2. Save Failed Attempts for Inspection
Never discard failures. They provide:
- Evidence of what doesn't work
- Input for better prompts next time
- Leverage for manual review if needed
3. Combine Positive and Negative Instructions
"Don't do pixel art" paired with "do classic meme style" beats either alone. The real power comes from anchoring with context on both sides - telling the model what you want AND what you don't want. The article's fix used both together: "GigaChad Wojak in classic Wojak meme style (NOT pixel art, NOT 8-bit). Smooth vector-like meme aesthetic, NOT retro pixel art." Negations without guidance can leave the model guessing; positives without exclusions can default to common misconceptions.
4. Retry Logic Alone Won't Fix Bad Validation
Retrying with the same prompt usually just fails the same way. Better to fix the evaluator than add more attempts.
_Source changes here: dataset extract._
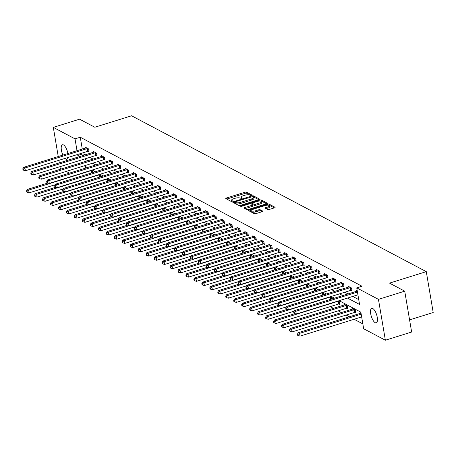 <?xml version="1.0" encoding="UTF-8"?>
<svg xmlns="http://www.w3.org/2000/svg" width="456" height="456" viewBox="0 0 456 456"><rect width="100%" height="100%" fill="white"/><g stroke="black" fill="none" stroke-linecap="round" stroke-linejoin="round"><path stroke-width="0.68" d="M251.461 195.407L251.832 194.997L246.502 192.181A1.163 0.376 -9.6 0 0 244.969 192.238L226.404 198.029A1.163 0.376 -9.6 0 0 225.76 198.485A1.163 0.376 -9.6 0 0 225.874 198.616L231.198 201.432L232.725 201.073L231.956 200.617A3.716 1.197 -9.6 0 1 231.591 200.207A3.716 1.197 -9.6 0 1 233.649 198.736L235.199 198.257A3.716 1.197 -9.6 0 1 240.101 198.075L241.868 198.4L242.318 198.081L241.549 197.625A3.716 1.197 -9.6 0 1 241.184 197.214A3.716 1.197 -9.6 0 1 243.242 195.749L244.792 195.265A3.716 1.197 -9.6 0 1 249.694 195.082L251.461 195.407M375.191 322.671A7.575 2.776 72.7 0 1 370.984 315.147A7.575 2.776 72.7 0 1 371.737 308.376A7.575 2.776 72.7 0 1 372.797 308.535A7.575 2.776 72.7 0 1 376.998 316.059A7.575 2.776 72.7 0 1 376.246 322.831A7.575 2.776 72.7 0 1 375.191 322.671M68.052 157.462A7.575 2.776 72.7 0 1 66.941 159.235A7.575 2.776 72.7 0 1 65.881 159.07A7.575 2.776 72.7 0 1 65.014 158.409M62.888 155.091A7.575 2.776 72.7 0 1 62.432 144.774A7.575 2.776 72.7 0 1 63.487 144.934A7.575 2.776 72.7 0 1 67.915 153.524M267.735 209.526A1.163 0.376 -9.6 0 0 269.262 209.469L274.472 207.845A1.163 0.376 -9.6 0 0 275.116 207.383A1.163 0.376 -9.6 0 0 275.002 207.258L269.091 204.128A1.163 0.376 -9.6 0 0 267.558 204.185L248.987 209.971A1.163 0.376 -9.6 0 0 248.343 210.433A1.163 0.376 -9.6 0 0 248.457 210.558L254.374 213.687A1.163 0.376 -9.6 0 0 255.907 213.63L262.2 211.669A1.163 0.376 -9.6 0 0 262.844 211.213A1.163 0.376 -9.6 0 0 262.73 211.082L260.199 209.743A1.163 0.376 -9.6 0 0 258.666 209.8L255.542 210.775A3.107 1.003 -9.6 0 1 251.142 210.581A3.107 1.003 -9.6 0 1 252.863 209.355L265.084 205.542A3.107 1.003 -9.6 0 1 269.49 205.736A3.107 1.003 -9.6 0 1 267.769 206.961L265.728 207.6A1.163 0.376 -9.6 0 0 265.084 208.056A1.163 0.376 -9.6 0 0 265.198 208.187L267.735 209.526M58.243 156.539L53.312 127.384L79.583 119.193L94.808 127.241L131.584 115.778L426.286 271.651L389.504 283.119L404.728 291.167L378.452 299.358L385.366 340.222L363.66 328.742L360.856 312.172L339.139 300.686M53.312 127.384L75.018 138.863L77.018 150.685M347.512 298.076L359.55 304.443L356.746 287.878L362.001 286.237L80.273 137.227L75.018 138.863M356.746 287.878L378.452 299.358M258.883 199.597A1.163 0.376 -9.6 0 0 259.527 199.135A1.163 0.376 -9.6 0 0 259.413 199.01L253.496 195.88A1.163 0.376 -9.6 0 0 251.963 195.937L233.398 201.729A1.163 0.376 -9.6 0 0 232.754 202.185A1.163 0.376 -9.6 0 0 232.868 202.31L238.784 205.439A1.163 0.376 -9.6 0 0 240.318 205.388L258.883 199.597M261.294 200.002L267.21 203.131A1.163 0.376 -9.6 0 1 267.324 203.262A1.163 0.376 -9.6 0 1 266.68 203.718L248.11 209.509A1.163 0.376 -9.6 0 1 246.576 209.566L244.045 208.227A1.163 0.376 -9.6 0 1 243.931 208.096A1.163 0.376 -9.6 0 1 244.576 207.64L252.105 205.291A1.163 0.376 -9.6 0 0 252.749 204.835A1.163 0.376 -9.6 0 0 252.635 204.704L250.96 203.815A1.163 0.376 -9.6 0 0 249.426 203.872L241.583 206.317L240.432 206.266L240.882 205.947L259.76 200.059A1.163 0.376 -9.6 0 1 261.294 200.002L261.482 201.107L266.515 203.769M409.585 319.878L433.2 312.514L426.286 271.651M80.273 137.227L82.274 149.049M82.912 152.828L83.077 153.792L85.101 154.863M89.832 157.371L93.07 159.081M97.801 161.584L101.032 163.294M105.769 165.796L109.001 167.506M113.738 170.014L116.97 171.724M121.706 174.226L124.938 175.936M129.675 178.439L132.907 180.148M137.638 182.656L140.875 184.366M145.606 186.869L148.838 188.579M153.575 191.081L156.807 192.791M161.544 195.299L164.776 197.009M169.512 199.511L172.744 201.221M177.481 203.724L180.713 205.434M185.444 207.942L188.681 209.652M193.412 212.154L196.644 213.864M201.381 216.366L204.613 218.076M209.35 220.584L212.581 222.294M217.318 224.797L220.55 226.507M225.287 229.009L228.519 230.719M233.25 233.227L236.487 234.937M241.218 237.439L244.45 239.149M249.187 241.651L252.419 243.361M257.155 245.869L260.387 247.579M265.124 250.082L268.356 251.792M273.093 254.294L276.325 256.004M281.056 258.512L284.293 260.222M289.024 262.724L292.256 264.434M296.993 266.937L300.225 268.647M304.961 271.155L308.193 272.865M312.93 275.367L316.162 277.077M320.899 279.579L324.13 281.289M328.861 283.797L332.099 285.507M336.83 288.01L340.062 289.72M344.799 292.222L348.031 293.932M352.767 296.44L358.729 299.592M88.213 151.232L89.04 151.671L88.572 148.907L85.511 147.288L85.631 148M96.182 155.445L97.008 155.884L96.541 153.125L93.48 151.5L93.6 152.213M104.15 159.663L104.977 160.096L104.509 157.337L101.443 155.718L101.568 156.431M112.119 163.875L112.945 164.314L112.478 161.549L109.411 159.931L109.531 160.643M120.088 168.087L120.914 168.526L120.447 165.767L117.38 164.143L117.5 164.855M128.05 172.305L128.877 172.738L128.41 169.98L125.349 168.361L125.468 169.073M136.019 176.518L136.846 176.956L136.378 174.192L133.317 172.573L133.437 173.286M143.988 180.73L144.814 181.169L144.347 178.41L141.286 176.785L141.406 177.504M151.956 184.948L152.783 185.381L152.315 182.622L149.249 181.004L149.374 181.716M159.925 189.16L160.751 189.599L160.284 186.835L157.217 185.216L157.337 185.928M167.893 193.372L168.72 193.811L168.253 191.053L165.186 189.428L165.306 190.146M175.856 197.59L176.683 198.024L176.215 195.265L173.155 193.646L173.274 194.359M183.825 201.803L184.651 202.242L184.184 199.477L181.123 197.858L181.243 198.571M191.794 206.015L192.62 206.454L192.153 203.695L189.092 202.071L189.211 202.789M199.762 210.233L200.589 210.666L200.121 207.907L197.055 206.289L197.18 207.001M207.731 214.445L208.557 214.884L208.09 212.12L205.023 210.501L205.143 211.213M215.699 218.658L216.526 219.097L216.058 216.338L212.992 214.713L213.112 215.431M223.662 222.876L224.489 223.309L224.021 220.55L220.96 218.931L221.08 219.644M231.631 227.088L232.457 227.527L231.99 224.762L228.929 223.144L229.049 223.856M239.6 231.3L240.426 231.739L239.959 228.98L236.898 227.356L237.017 228.074M247.568 235.518L248.395 235.957L247.927 233.193L244.861 231.574L244.986 232.286M255.537 239.731L256.363 240.169L255.896 237.405L252.829 235.786L252.949 236.499M263.505 243.943L264.332 244.382L263.864 241.623L260.798 239.998L260.917 240.717M271.468 248.161L272.295 248.6L271.827 245.835L268.766 244.216L268.886 244.929M279.437 252.373L280.263 252.812L279.796 250.048L276.735 248.429L276.855 249.141M287.405 256.585L288.232 257.024L287.764 254.266L284.704 252.641L284.823 253.359M295.374 260.803L296.2 261.242L295.733 258.478L292.666 256.859L292.792 257.572M303.343 265.016L304.169 265.455L303.702 262.69L300.635 261.071L300.755 261.784M311.311 269.234L312.138 269.667L311.67 266.908L308.604 265.284L308.723 266.002M319.274 273.446L320.101 273.885L319.633 271.12L316.572 269.502L316.692 270.214M327.243 277.658L328.069 278.097L327.602 275.333L324.541 273.714L324.661 274.426M335.211 281.876L336.038 282.31L335.57 279.551L332.51 277.926L332.629 278.644M343.18 286.089L344.006 286.528L343.539 283.763L340.472 282.144L340.598 282.857M351.148 290.301L351.975 290.74L351.508 287.981L348.441 286.357L348.561 287.069M356.529 291.287L356.41 290.569L357.282 291.031M330.207 306.632L333.439 308.341M338.175 310.844L341.407 312.554M346.144 315.062L349.376 316.772M354.112 319.274L362.839 323.891M85.204 166.377L85.5 168.139M92.585 172.625L92.311 171L91.114 170.367M100.554 176.842L100.28 175.212L99.083 174.58M108.522 181.055L108.243 179.425L107.052 178.792M116.491 185.267L116.212 183.643L115.02 183.01M124.454 189.485L124.18 187.855L122.989 187.222M132.422 193.697L132.149 192.067L130.952 191.434M140.391 197.91L140.117 196.285L138.92 195.652M148.36 202.128L148.086 200.497L146.889 199.865M156.328 206.34L156.049 204.71L154.858 204.077M164.297 210.552L164.017 208.928L162.826 208.295M172.26 214.77L171.986 213.14L170.795 212.507M180.228 218.983L179.955 217.352L178.758 216.72M188.197 223.195L187.923 221.57L186.726 220.938M196.165 227.413L195.892 225.783L194.695 225.15M204.134 231.625L203.855 229.995L202.663 229.368M212.103 235.837L211.823 234.213L210.632 233.58M220.066 240.055L219.792 238.425L218.601 237.793M228.034 244.268L227.761 242.638L226.564 242.011M236.003 248.48L235.729 246.856L234.532 246.223M243.971 252.698L243.698 251.068L242.501 250.435M251.94 256.91L251.661 255.28L250.469 254.653M259.909 261.123L259.629 259.498L258.438 258.865M267.871 265.341L267.598 263.71L266.407 263.078M275.84 269.553L275.566 267.923L274.37 267.296M283.809 273.765L283.535 272.141L282.338 271.508M291.777 277.983L291.504 276.353L290.307 275.72M299.746 282.196L299.467 280.565L298.275 279.938M307.714 286.408L307.435 284.783L306.244 284.151M315.677 290.626L315.404 288.996L314.212 288.363M323.646 294.838L323.372 293.208L322.175 292.581M331.615 299.05L331.341 297.426L330.144 296.793M338.95 303.964L339.777 304.403L339.31 301.638L338.113 301.006M346.913 308.176L347.74 308.615L347.272 305.856L344.212 304.232L344.331 304.944M354.882 312.394L355.708 312.827L355.241 310.069L352.18 308.444L352.3 309.162M360.268 313.375L360.143 312.662L361.015 313.124M61.497 168.919L60.226 168.247L59.958 166.685M59.32 162.9L58.881 160.318M404.728 291.167L411.637 332.031L385.366 340.222M69.46 173.137L66.228 171.427M79.811 167.192L80.245 169.774M334.402 298.184L331.17 296.474M326.439 293.972L323.201 292.262M318.47 289.754L315.233 288.044M310.502 285.541L307.27 283.831M302.533 281.329L299.301 279.619M294.565 277.111L291.333 275.401M286.596 272.899L283.364 271.189M278.633 268.681L275.395 266.971M270.664 264.469L267.427 262.759M262.696 260.256L259.464 258.546M254.727 256.038L251.495 254.328M246.759 251.826L243.527 250.116M238.79 247.614L235.558 245.904M230.827 243.396L227.59 241.686M222.859 239.183L219.621 237.473M214.89 234.971L211.658 233.261M206.921 230.753L203.69 229.043M198.953 226.541L195.721 224.831M190.984 222.328L187.752 220.618M183.021 218.11L179.784 216.4M175.053 213.898L171.815 212.188M167.084 209.686L163.852 207.976M159.115 205.468L155.884 203.758M151.147 201.256L147.915 199.546M143.178 197.043L139.946 195.333M135.215 192.825L131.978 191.115M127.247 188.613L124.009 186.903M119.278 184.401L116.046 182.691M111.31 180.183L108.078 178.473M103.341 175.97L100.109 174.26M95.372 171.758L92.14 170.048M87.409 167.54L84.172 165.83M77.657 154.464L77.822 155.433L79.846 156.505M84.582 159.007L87.814 160.717M92.545 163.22L95.783 164.929M100.514 167.437L103.746 169.147M108.482 171.65L111.714 173.36M116.451 175.862L119.683 177.572M124.42 180.08L127.651 181.79M132.388 184.292L135.62 186.002M140.351 188.505L143.589 190.215M148.32 192.723L151.552 194.433M156.288 196.935L159.52 198.645M164.257 201.147L167.489 202.857M172.225 205.365L175.457 207.075M180.194 209.578L183.426 211.288M188.157 213.79L191.395 215.5M196.126 218.008L199.357 219.718M204.094 222.22L207.326 223.93M212.063 226.432L215.295 228.142M220.031 230.65L223.263 232.36M228 234.863L231.232 236.573M235.963 239.075L239.2 240.785M243.931 243.293L247.163 245.003M251.9 247.505L255.132 249.215M259.869 251.718L263.101 253.428M267.837 255.936L271.069 257.646M275.806 260.148L279.038 261.858M283.769 264.36L287.006 266.07M291.737 268.578L294.969 270.288M299.706 272.791L302.938 274.501M307.675 277.009L310.906 278.719M315.643 281.221L318.875 282.931M323.612 285.433L326.844 287.143M331.575 289.651L334.812 291.361M339.543 293.863L342.775 295.573M83.077 153.792L77.822 155.433M241.184 197.214L241.372 198.32A3.716 1.197 -9.6 0 0 241.441 198.491M231.591 200.207L231.779 201.313A3.716 1.197 -9.6 0 0 231.847 201.484M250.897 195.51L246.69 193.287A1.163 0.376 -9.6 0 0 245.157 193.344L226.757 199.078M234.846 202.435L233.746 202.777M258.717 199.648L253.684 196.986A1.163 0.376 -9.6 0 0 253.108 196.889M252.607 196.621L235.233 201.746L234.783 202.065L235.587 202.538A3.716 1.197 -9.6 0 0 240.494 202.356L251.632 198.884A3.716 1.197 -9.6 0 0 253.696 197.419A3.716 1.197 -9.6 0 0 253.331 197.009L252.607 196.621M235.017 203.057L234.863 202.156M253.696 197.419L253.884 198.52A3.716 1.197 -9.6 0 1 251.82 199.99L240.682 203.461A3.716 1.197 -9.6 0 1 235.775 203.644L235.051 203.256M244.929 208.694L252.293 206.397A1.163 0.376 -9.6 0 0 252.937 205.935A1.163 0.376 -9.6 0 0 252.823 205.81M251.136 203.912L252.339 203.536M259.92 202.857A3.107 1.003 -9.6 0 0 261.641 201.626A3.107 1.003 -9.6 0 0 257.241 201.438L252.932 202.777A1.163 0.376 -9.6 0 0 252.288 203.239A1.163 0.376 -9.6 0 0 252.402 203.365L254.083 204.254A1.163 0.376 -9.6 0 0 255.616 204.197L259.92 202.857L260.108 203.957A3.107 1.003 -9.6 0 0 261.829 202.732L261.641 201.626M252.538 204.185A1.163 0.376 -9.6 0 0 252.476 204.345A1.163 0.376 -9.6 0 0 252.59 204.47L252.402 203.365M260.108 203.957L255.799 205.303A1.163 0.376 -9.6 0 1 254.266 205.36L252.59 204.47M261.482 201.107A1.163 0.376 -9.6 0 0 260.416 201.056M269.49 205.736L269.678 206.842A3.107 1.003 -9.6 0 1 267.957 208.067L266.082 208.648M251.142 210.581L251.324 211.687A3.107 1.003 -9.6 0 0 255.73 211.88L255.542 210.775M262.035 211.721L260.382 210.849A1.163 0.376 -9.6 0 0 258.854 210.906L255.73 211.88M251.142 210.467L249.341 211.025M274.307 207.896L269.274 205.234A1.163 0.376 -9.6 0 0 268.299 205.166M47.994 182.987L27.377 189.417L28.654 190.089L29.121 192.854L55.204 184.72M27.046 191.144L26.533 190.87L26.722 191.976L27.235 192.244L27.046 191.144L28.654 190.089L90.869 170.698A1.186 0.382 170.4 0 1 91.297 170.595L91.485 170.561M26.533 190.87L27.377 189.417M29.121 192.854L27.235 192.244M87.746 148.474L87.563 148.502A1.186 0.382 -9.6 0 0 87.136 148.605L24.92 168.002L23.644 167.323L85.859 147.932A1.186 0.382 -9.6 0 0 86.212 147.79L86.338 147.727M88.943 151.107L88.031 151.267A1.186 0.382 -9.6 0 0 87.603 151.369L25.388 170.761L24.92 168.002L23.313 169.051L22.8 168.783L22.988 169.888L23.495 170.156L23.313 169.051M23.495 170.156L25.388 170.761M23.644 167.323L22.8 168.783M55.957 187.205L35.346 193.629L36.622 194.307L37.09 197.066L63.167 188.938M35.015 195.356L34.502 195.088L34.69 196.188L35.203 196.462L35.015 195.356L36.622 194.307L98.838 174.91A1.186 0.382 170.4 0 1 99.265 174.808L99.454 174.773M34.502 195.088L35.346 193.629M37.09 197.066L35.203 196.462M63.925 191.417L43.314 197.841L44.591 198.52L45.058 201.278L71.136 193.15M42.984 199.568L42.471 199.3L42.659 200.406L43.172 200.674L42.984 199.568L44.591 198.52L106.807 179.122A1.186 0.382 170.4 0 1 107.234 179.02L107.416 178.991M42.471 199.3L43.314 197.841M45.058 201.278L43.172 200.674M95.714 152.686L95.532 152.72A1.186 0.382 -9.6 0 0 95.099 152.823L32.889 172.214L31.612 171.541L93.822 152.144A1.186 0.382 -9.6 0 0 94.181 152.002L94.306 151.939M96.911 155.319L95.999 155.479A1.186 0.382 -9.6 0 0 95.566 155.581L33.356 174.979L32.889 172.214L31.276 173.269L30.769 172.995L30.957 174.101L31.464 174.369L31.276 173.269M31.464 174.369L33.356 174.979M31.612 171.541L30.769 172.995M103.683 156.898L103.501 156.932A1.186 0.382 -9.6 0 0 103.067 157.035L40.858 176.432L39.581 175.754L101.791 156.357A1.186 0.382 -9.6 0 0 102.15 156.22L102.269 156.151M104.88 159.532L103.968 159.691A1.186 0.382 -9.6 0 0 103.535 159.794L41.325 179.191L40.858 176.432L39.244 177.481L38.737 177.213L38.92 178.313L39.433 178.587L39.244 177.481M39.433 178.587L41.325 179.191M39.581 175.754L38.737 177.213M71.894 195.63L51.283 202.059L52.56 202.732L53.027 205.496L79.105 197.362M50.952 203.786L50.439 203.513L50.627 204.619L51.135 204.892L50.952 203.786L52.56 202.732L114.775 183.34A1.186 0.382 170.4 0 1 115.203 183.238L115.385 183.204M50.439 203.513L51.283 202.059M53.027 205.496L51.135 204.892M79.863 199.848L59.252 206.272L60.528 206.95L60.996 209.709L87.073 201.58M58.915 207.999L58.408 207.731L58.596 208.831L59.103 209.105L58.915 207.999L60.528 206.95L122.738 187.553A1.186 0.382 170.4 0 1 123.171 187.45L123.354 187.416M58.408 207.731L59.252 206.272M60.996 209.709L59.103 209.105M87.831 204.06L67.22 210.484L68.497 211.162L68.959 213.921L95.042 205.793M66.884 212.211L66.376 211.943L66.559 213.049L67.072 213.317L66.884 212.211L68.497 211.162L130.707 191.765A1.186 0.382 170.4 0 1 131.14 191.662L131.322 191.634M66.376 211.943L67.22 210.484M68.959 213.921L67.072 213.317M111.652 161.116L111.463 161.145A1.186 0.382 -9.6 0 0 111.036 161.247L48.82 180.644L47.544 179.966L109.759 160.575A1.186 0.382 -9.6 0 0 110.113 160.432L110.238 160.369M112.849 163.75L111.931 163.909A1.186 0.382 -9.6 0 0 111.503 164.012L49.288 183.403L48.82 180.644L47.213 181.693L46.706 181.425L46.888 182.531L47.401 182.799L47.213 181.693M47.401 182.799L49.288 183.403M47.544 179.966L46.706 181.425M119.62 165.328L119.432 165.363A1.186 0.382 -9.6 0 0 119.005 165.465L56.789 184.857L55.512 184.184L117.728 164.787A1.186 0.382 -9.6 0 0 118.081 164.644L118.207 164.582M120.817 167.962L119.899 168.121A1.186 0.382 -9.6 0 0 119.472 168.224L57.256 187.621L56.789 184.857L55.182 185.911L54.669 185.638L54.857 186.743L55.37 187.011L55.182 185.911M55.37 187.011L57.256 187.621M55.512 184.184L54.669 185.638M127.583 169.541L127.401 169.575A1.186 0.382 -9.6 0 0 126.973 169.678L64.758 189.075L63.481 188.396L125.696 168.999A1.186 0.382 -9.6 0 0 126.05 168.862L126.175 168.794M128.786 172.174L127.868 172.334A1.186 0.382 -9.6 0 0 127.441 172.436L65.225 191.833L64.758 189.075L63.15 190.123L62.637 189.856L62.825 190.956L63.338 191.229L63.15 190.123M63.338 191.229L65.225 191.833M63.481 188.396L62.637 189.856M135.552 173.759L135.369 173.787A1.186 0.382 -9.6 0 0 134.942 173.89L72.726 193.287L71.449 192.609L133.665 173.217A1.186 0.382 -9.6 0 0 134.018 173.075L134.144 173.012M136.749 176.392L135.837 176.552A1.186 0.382 -9.6 0 0 135.409 176.654L73.194 196.046L72.726 193.287L71.119 194.336L70.606 194.068L70.794 195.174L71.301 195.442L71.119 194.336M71.301 195.442L73.194 196.046M71.449 192.609L70.606 194.068M143.52 177.971L143.338 178.005A1.186 0.382 -9.6 0 0 142.905 178.108L80.695 197.499L79.418 196.827L141.628 177.43A1.186 0.382 -9.6 0 0 141.987 177.287L142.112 177.224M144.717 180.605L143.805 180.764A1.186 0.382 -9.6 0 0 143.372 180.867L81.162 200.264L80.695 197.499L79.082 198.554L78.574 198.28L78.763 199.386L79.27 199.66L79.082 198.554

5. Parallelize What You Can
5 concurrent image generations beats sequential one-at-a-time. For batch tasks, parallelization is usually the biggest time win.
6. Model Economics Change Over Time
The cost calculus shifts as models evolve. Gemini 2.0 Flash ($0.02/eval) was deprecated within months, replaced by 2.5 Flash ($0.06/eval) and 3.0 Flash Preview ($0.10/eval). Budget for API cost increases - what's cheap today may be 5x more expensive (or unavailable) next year. Factor model lifecycle into production planning.
What I Learned
This didn't feel like a lesson in image generation. It felt like a lesson in evaluation and iteration.
Production AI image generation isn't just calling an API and hoping. It's about:
- Knowing what you need. I needed images with specific styles and black backgrounds, not just "images."
- Catching failures early. Without saving attempts, I never would have discovered the 70% false positive rate.
- Recognizing where intuition breaks. Pixel sampling seemed sensible until I actually looked at what it was doing.
- Iterating on the right thing. Better prompts help, but better validation helped more.
The jump from 70% false positives to 0% didn't come from computing power or larger models. It came from asking a different question: "Should I scan pixels or ask an AI?" Once I asked that, the answer was obvious. But I had to fail first to see it.